Similar to estimating effort for development, testing effort should be empirically determined. There is a direction relationship between development effort and testing effort, this should be reflected in the plan. Three months of development effort with only two weeks of testing will not thoroughly test the application. Some testing might be automated which can reduce the time required to perform a test but not necessarily the effort (creating and maintaining automated test scripts can be resource intensive).
Question 8: How will tests for the system be developed?
The most significant software defects are not caused by poorly written code but rather poorly defined requirements that are not properly tested. There should be traceability between requirements, code and tests. Test cases should be created from use cases or similar documentation. Ask how tests will be developed and look for dependencies between requirements, code and test case development.
Question 9: What automated testing will be used?
Developing automated test scripts can relieve labor intensive and onerous tasks from project members as well as increase regression testing for the application (the process of retesting the application after a change has been introduced).

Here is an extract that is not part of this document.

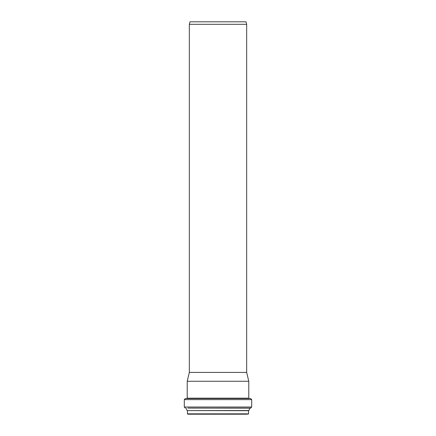 <?xml version="1.0" encoding="UTF-8"?>
<svg xmlns="http://www.w3.org/2000/svg" width="436" height="436" viewBox="0 0 436 436"><rect width="100%" height="100%" fill="white"/><g stroke="black" fill="none" stroke-linecap="round" stroke-linejoin="round"><path stroke-width="0.65" d="M246.667 372.409L189.333 372.409L189.333 24.307L246.667 24.307L246.667 372.409L248.782 381.26L187.218 381.26L187.218 398.182L248.782 398.182L249.141 398.542M189.333 24.307L190.003 21.8L245.997 21.8L246.667 24.307M248.171 414.2L248.531 413.84L187.469 413.84L187.829 414.2L247.207 414.2M218 410.587L248.531 410.69L187.218 410.587L248.782 410.587L250.041 408.107L248.122 408.107M218 408.107L250.629 408.107L218 408.107M187.878 408.107L249.942 408.172M218 398.542L250.629 398.542L251.703 399.616L184.297 399.616L185.371 398.542L218 398.542M187.218 410.587L248.88 410.521M185.371 408.107L184.297 407.033L251.703 407.033L250.629 408.107M248.531 413.84L248.531 410.69M187.469 413.84L187.469 410.69M187.12 410.521L186.058 408.172M251.703 407.033L251.703 399.616M184.297 407.033L184.297 399.616M187.218 398.182L186.859 398.542M248.782 398.182L248.782 381.26M189.333 372.409L187.218 381.26"/></g></svg>
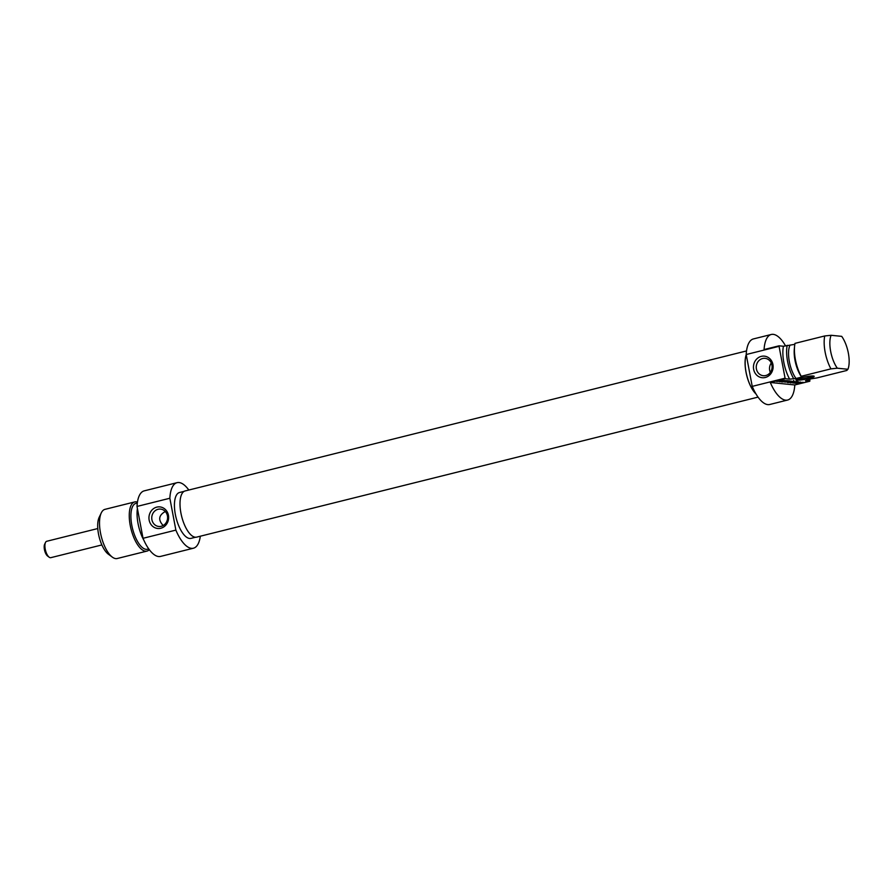 <?xml version="1.0" encoding="UTF-8"?>
<svg xmlns="http://www.w3.org/2000/svg" width="893" height="893" viewBox="0 0 893 893"><rect width="100%" height="100%" fill="white"/><g stroke="black" fill="none" stroke-linecap="round" stroke-linejoin="round"><path stroke-width="1.34" d="M847.926 369.278A21.108 8.45 -104 0 0 841.708 336.36L831.093 335.288L824.73 335.958L794.982 343.37A25.339 10.136 -104 0 0 794.558 346.406A25.339 10.136 -104 0 0 801.2 376.288L830.948 368.865L837.31 368.195L847.926 369.278L846.776 370.472L817.028 377.895L806.625 379.57L809.225 379.838L805.464 380.775L809.817 381.222L794.792 384.961L770.291 382.472L785.304 378.721L789.646 379.168L796.009 378.498L801.635 377.092L801.2 376.288L801.635 377.092M794.815 344.33L783.429 346.261L779.087 345.814L764.073 349.554A33.778 13.518 -104 0 1 771.262 334.484A33.778 13.518 -104 0 1 785.472 345.747M781.431 380.396L783.351 380.429L780.114 381.322L776.597 381.445L780.973 380.965L782.402 380.507L781.397 380.228M780.605 381.579L786.51 380.608L782.223 382.014L780.605 381.579M788.318 382.416L792.951 381.266L787.548 382.55L790.472 381.333L785.237 382.104L790.327 380.998L786.074 381.891M785.862 380.82L786.197 381.858M790.472 381.333L791.354 381.088M791.388 381.222L788.307 382.26M786.208 382.048L790.484 381.211M799.112 382.818L803.187 382.304L798.543 383.298M796.991 382.003L797.215 383.019M798.576 383.454L796.221 383.331L799.068 382.628M796.232 380.675L796.467 381.914L795.049 381.757L797.572 381.791L790.595 382.874L796.411 381.612M797.471 382.182L792.995 383.108L798.677 381.824L796.11 382.997L800.619 382.037L796.02 383.186L794.792 383.276L797.46 382.003M796.098 382.985L795.875 381.757M784.099 382.014L787.079 380.664L789.758 380.931L784.032 381.691M779.645 381.757L784.902 380.44L779.622 381.601M793.866 381.724L788.117 382.617L794.301 381.378L790.26 382.829L793.855 381.378M813.333 376.031A9.287 1.217 169.3 0 0 803.555 377.159A9.287 1.217 169.3 0 0 795.987 379.648A9.287 1.217 169.3 0 0 805.296 379.291A9.287 1.217 169.3 0 0 814.092 376.232A9.287 1.217 169.3 0 0 813.333 376.031M813.021 376.009A8.45 1.105 -10.7 0 1 805.832 378.219A8.45 1.105 -10.7 0 1 797.404 379.145A8.45 1.105 -10.7 0 1 796.902 379.056M794.792 384.961A33.778 13.518 -104 0 1 787.604 400.042A33.778 13.518 -104 0 1 770.291 382.472M837.31 368.195A21.108 8.45 -104 0 1 831.093 335.288M824.73 335.958A25.339 10.136 76 0 0 830.948 368.865M801.445 376.846L800.976 376.12A21.108 8.45 -104 0 1 794.29 349.319L794.558 346.406M796.009 378.498A21.108 8.45 -104 0 1 789.792 345.58M793.408 378.23A25.339 10.136 -104 0 1 787.191 345.323M789.646 379.168A25.339 10.136 -104 0 1 783.429 346.261M785.304 378.721A33.778 13.518 -104 0 1 785.081 378.185L752.23 386.379A33.778 13.518 76 0 0 769.766 404.484L787.604 400.042M771.262 334.484L753.424 338.927A33.778 13.518 76 0 0 746.202 354.521L779.064 346.328A33.778 13.518 -104 0 1 779.087 345.814M809.906 378.755A33.778 13.518 -104 0 1 809.817 381.222M785.081 378.185L779.064 346.328M771.284 363.016A8.729 7.914 -84.2 0 0 770.045 365.404A8.729 7.914 -84.2 0 0 770.335 372.381M762.577 358.528A8.729 7.914 95.8 0 1 765.067 358.339A8.729 7.914 95.8 0 1 772.054 367.827A8.729 7.914 95.8 0 1 763.292 375.707A8.729 7.914 95.8 0 1 756.259 367.603A8.729 7.914 95.8 0 1 762.577 358.528M761.305 356.374A10.839 9.834 -84.2 0 0 755.947 374.301A10.839 9.834 -84.2 0 0 772.635 370.137A10.839 9.834 -84.2 0 0 761.305 356.374M746.202 354.521L752.23 386.379M755.802 393.634A23.642 9.466 -104 0 1 746.258 354.822M809.404 378.878A25.339 10.136 -104 0 1 809.225 379.838M746.526 350.938L185.13 490.949A23.798 9.522 76 0 0 181.257 514.681A23.798 9.522 76 0 0 195.266 537.218A23.798 9.522 76 0 0 196.639 537.128L758.045 397.117M755.969 393.936A23.798 9.522 -104 0 1 746.224 354.633M165.283 511.499C158.664 515.261 157.961 519.938 163.173 525.53M148.751 548.916L147.434 549.24A23.642 9.466 -104 0 1 146.061 549.329A23.642 9.466 -104 0 1 131.807 525.285A23.642 9.466 -104 0 1 135.993 503.351L137.31 503.027M146.977 551.093L117.229 558.516A25.339 10.136 -104 0 1 112.317 557.12A25.339 10.136 -104 0 1 100.485 532.853A25.339 10.136 -104 0 1 101.289 512.895A25.339 10.136 -104 0 1 104.961 509.356L134.709 501.933A25.339 10.136 76 0 0 130.233 525.43A25.339 10.136 76 0 0 146.977 551.093A25.339 10.136 76 0 0 149.287 549.653M101.289 512.895L99.168 517.337A21.108 8.45 76 0 0 98.498 533.969A21.108 8.45 76 0 0 108.354 554.196L112.317 557.12M161.276 526.278A8.729 7.914 95.8 0 1 158.787 526.468A8.729 7.914 95.8 0 1 151.799 516.98A8.729 7.914 95.8 0 1 160.561 509.099A8.729 7.914 95.8 0 1 167.594 517.203A8.729 7.914 95.8 0 1 161.276 526.278M160.785 528.254A10.839 9.834 -84.2 0 0 166.143 510.327A10.839 9.834 -84.2 0 0 149.444 514.491A10.839 9.834 -84.2 0 0 160.785 528.254M175.876 530.107L169.86 498.249A33.778 13.518 -104 0 1 177.082 482.666L144.219 490.86A33.778 13.518 76 0 0 137.009 506.443L143.025 538.3A33.778 13.518 76 0 0 160.573 556.406L193.424 548.213A33.778 13.518 -104 0 1 175.876 530.107L143.025 538.3M137.009 506.443L169.86 498.249M137.433 502.123A25.339 10.136 76 0 0 134.709 501.933M195.578 537.24L190.968 538.379A23.642 9.466 -104 0 1 176.066 517.728A23.642 9.466 -104 0 1 179.526 492.501L184.137 491.351M137.41 508.552A25.339 10.136 76 0 0 138.035 523.488A25.339 10.136 76 0 0 143.929 540.377M177.082 482.666A33.778 13.518 -104 0 1 188.803 490.034M200.322 536.202A33.778 13.518 -104 0 1 193.424 548.213M45.498 542.464L44.65 544.239A6.753 2.701 76 0 0 44.639 550.501A6.753 2.701 76 0 0 47.597 556.038L49.171 557.21A8.45 3.382 -104 0 1 45.487 550.3A8.45 3.382 -104 0 1 45.498 542.464A8.45 3.382 -104 0 1 46.726 541.281L97.783 528.544M101.869 544.942L50.812 557.667A8.45 3.382 -104 0 1 49.171 557.21M787.972 381.032L788.206 382.271M797.259 380.931L797.494 382.171M783.786 380.652L784.021 381.891M793.698 380.429L793.933 381.668"/></g></svg>

However, developing automated tests require special tools which can add costs to the project. In addition, these tools need support and the scripts themselves must be updated and maintained anytime the code or data changes. Often times, automated test tools can be integrated with requirements management and defect tracking tools. Ask who will be responsible for maintaining the automated test scripts and make sure it doesn't cost you more to support these tools than it would to simply hire the labor to perform the tests.
Question 10: How will defects be tracked and managed?
As your project progresses the number of defects identified and corrected will grow. A good defect management system is needed to capture, manage and report these defects. For larger projects the project plan should identify a test coordinator to assign and track defects. Entering defects takes time so ensure that only the most important information is captured otherwise the costs of using the system will skyrocket and users will be reluctant to use it. The defect tracker should also support discussions between the test and development teams if there is need for further detail or to reclassify a defect.